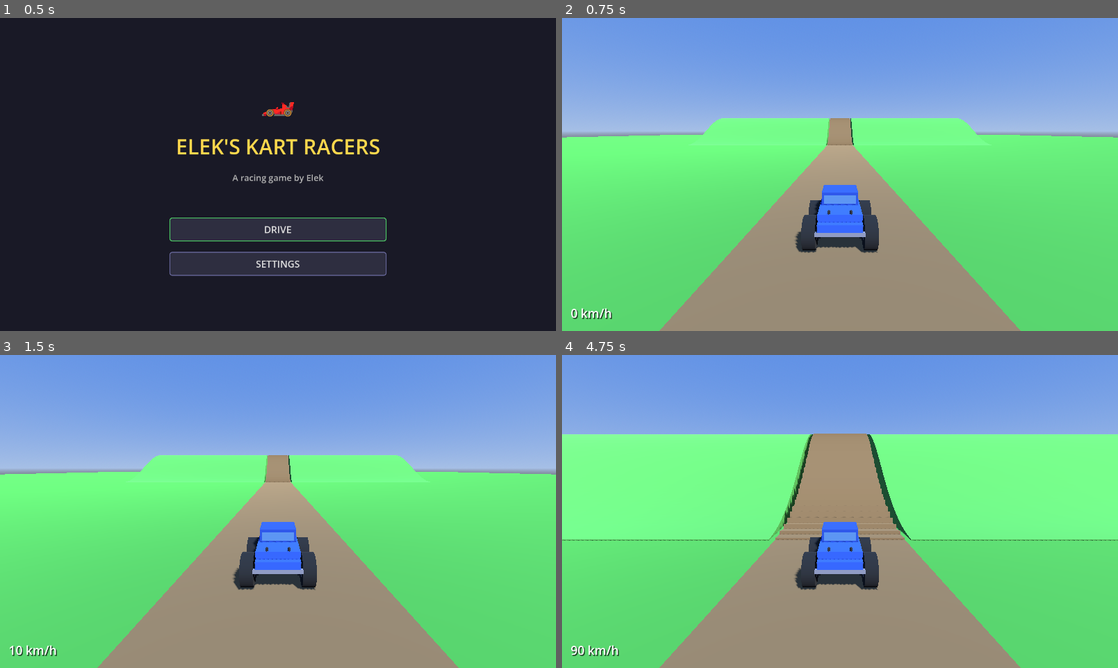
Above: before the commit, frames 1-4 (two rows, left to right).
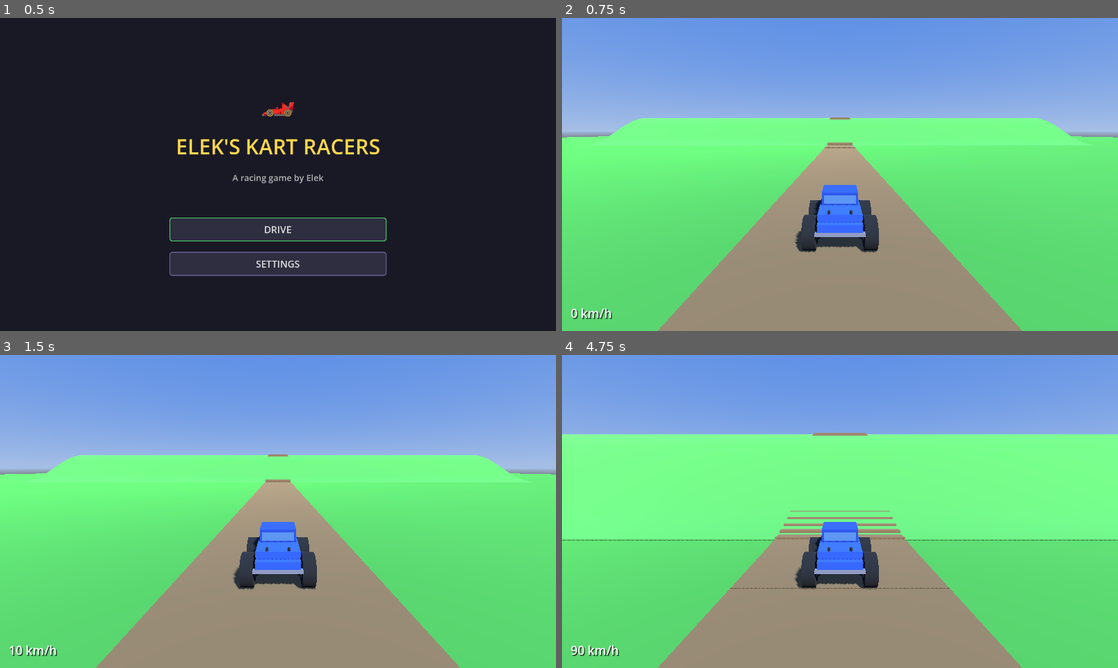
Above: after the commit, the same moments.

Repository: withdoron/Elek-games
Game: Godot game, scene res://node_3d.tscn
Two runs of this game, one before a commit and one after it. Both use one fixed random seed, a clock stepped at 60 frames per second and the inputs below.
Inputs (mouse positions are in pixels of both pictures, inside the frame that each line leads up to):
- Up to frame 1 (0.5 s): no input
- Up to frame 2 (0.75 s): click "DRIVE" at 0.5 s
- Up to frame 3 (1.5 s): tap Enter at 1.25 s; move the mouse to (305, 511) at 1.27 s; hold W (accelerate) from 1.28 s (still down); click (305, 511) at 1.42 s
- Up to frame 4 (4.75 s): keep holding W (accelerate); move the mouse to (812, 511) at 2.02 s; move the mouse to (851, 505) at 2.77 s; move the mouse to (834, 517) at 3.52 s; click (834, 517) at 3.67 s; move the mouse to (878, 514) at 4.27 s

Frame 1 is identical in both runs. In frame 2, 2.3% of the frame differs, in the area x 8-92%, y 31-100%; in frame 3, 2.3%; in frame 4, 5.1%, in the area x 17-83%, y 24-100%.

Commit message:
TRACK: continuous green hill — no road gap, road sits on top
Hill terrain strips now span the full 200-unit width with no cutout
for the road. Road slabs draw on top of the green surface. Eliminates
the visible seam between road and grass on the hill.

Co-Authored-By: Claude Opus 4.6 (1M context) <noreply@anthropic.com>

Diff:
--- a/kart-racers/scripts/main_setup.gd
+++ b/kart-racers/scripts/main_setup.gd
@@ -95,17 +95,17 @@
 		box.size = Vector3(road_width, 6.0, seg_length * 2.0)
 		segment.mesh = box
 		segment.material_override = road_mat
-		segment.position = Vector3(0, h_mid - 2.9, z_mid)
+		segment.position = Vector3(0, h_mid - 2.85, z_mid)
 		segment.rotation.x = slope_angle
 		add_child(segment)
 
 
 func _build_hill_terrain() -> void:
-	# Smooth hill terrain — tilted strips following the cosine curve
+	# Continuous green surface — no gap for road, road sits on top
 	var hill_mat = StandardMaterial3D.new()
 	hill_mat.albedo_color = Color(0.3, 0.6, 0.25)
 
-	var strip_width = 120.0
+	var full_width = 200.0  # wide enough to blend with flat grass
 	var z_steps = 100
 	var z_start = HILL_CENTER_Z - HILL_HALF_WIDTH
 	var z_end = HILL_CENTER_Z + HILL_HALF_WIDTH
@@ -125,29 +125,15 @@
 
 		var slope = atan2(h_front - h_back, z_step_size)
 
-		# Deep slabs — 2x Z overlap so steep slopes have no gaps
-		var half_w = (strip_width / 2.0) - 5.5
-		var x_offset = (strip_width / 4.0) + 2.75
-
-		# Left side
-		var left_strip = MeshInstance3D.new()
-		var left_box = BoxMesh.new()
-		left_box.size = Vector3(half_w, 6.0, z_step_size * 2.0)
-		left_strip.mesh = left_box
-		left_strip.material_override = hill_mat
-		left_strip.position = Vector3(-x_offset, h_mid - 2.9, z_mid)
-		left_strip.rotation.x = slope
-		add_child(left_strip)
-
-		# Right side
-		var right_strip = MeshInstance3D.new()
-		var right_box = BoxMesh.new()
-		right_box.size = Vector3(half_w, 6.0, z_step_size * 2.0)
-		right_strip.mesh = right_box
-		right_strip.material_override = hill_mat
-		right_strip.position = Vector3(x_offset, h_mid - 2.9, z_mid)
-		right_strip.rotation.x = slope
-		add_child(right_strip)
+		# One full-width strip — no road gap, road draws on top
+		var strip = MeshInstance3D.new()
+		var box = BoxMesh.new()
+		box.size = Vector3(full_width, 6.0, z_step_size * 2.0)
+		strip.mesh = box
+		strip.material_override = hill_mat
+		strip.position = Vector3(0, h_mid - 2.9, z_mid)
+		strip.rotation.x = slope
+		add_child(strip)
 
 
 func get_ground_height(_x: float, z: float) -> float:
★ ★ ★
● **What is required**
Extract every line containing the string "strips" from the data above.

● **Response to the exercise**
Hill terrain strips now span the full 200-unit width with no cutout
-	# Smooth hill terrain — tilted strips following the cosine curve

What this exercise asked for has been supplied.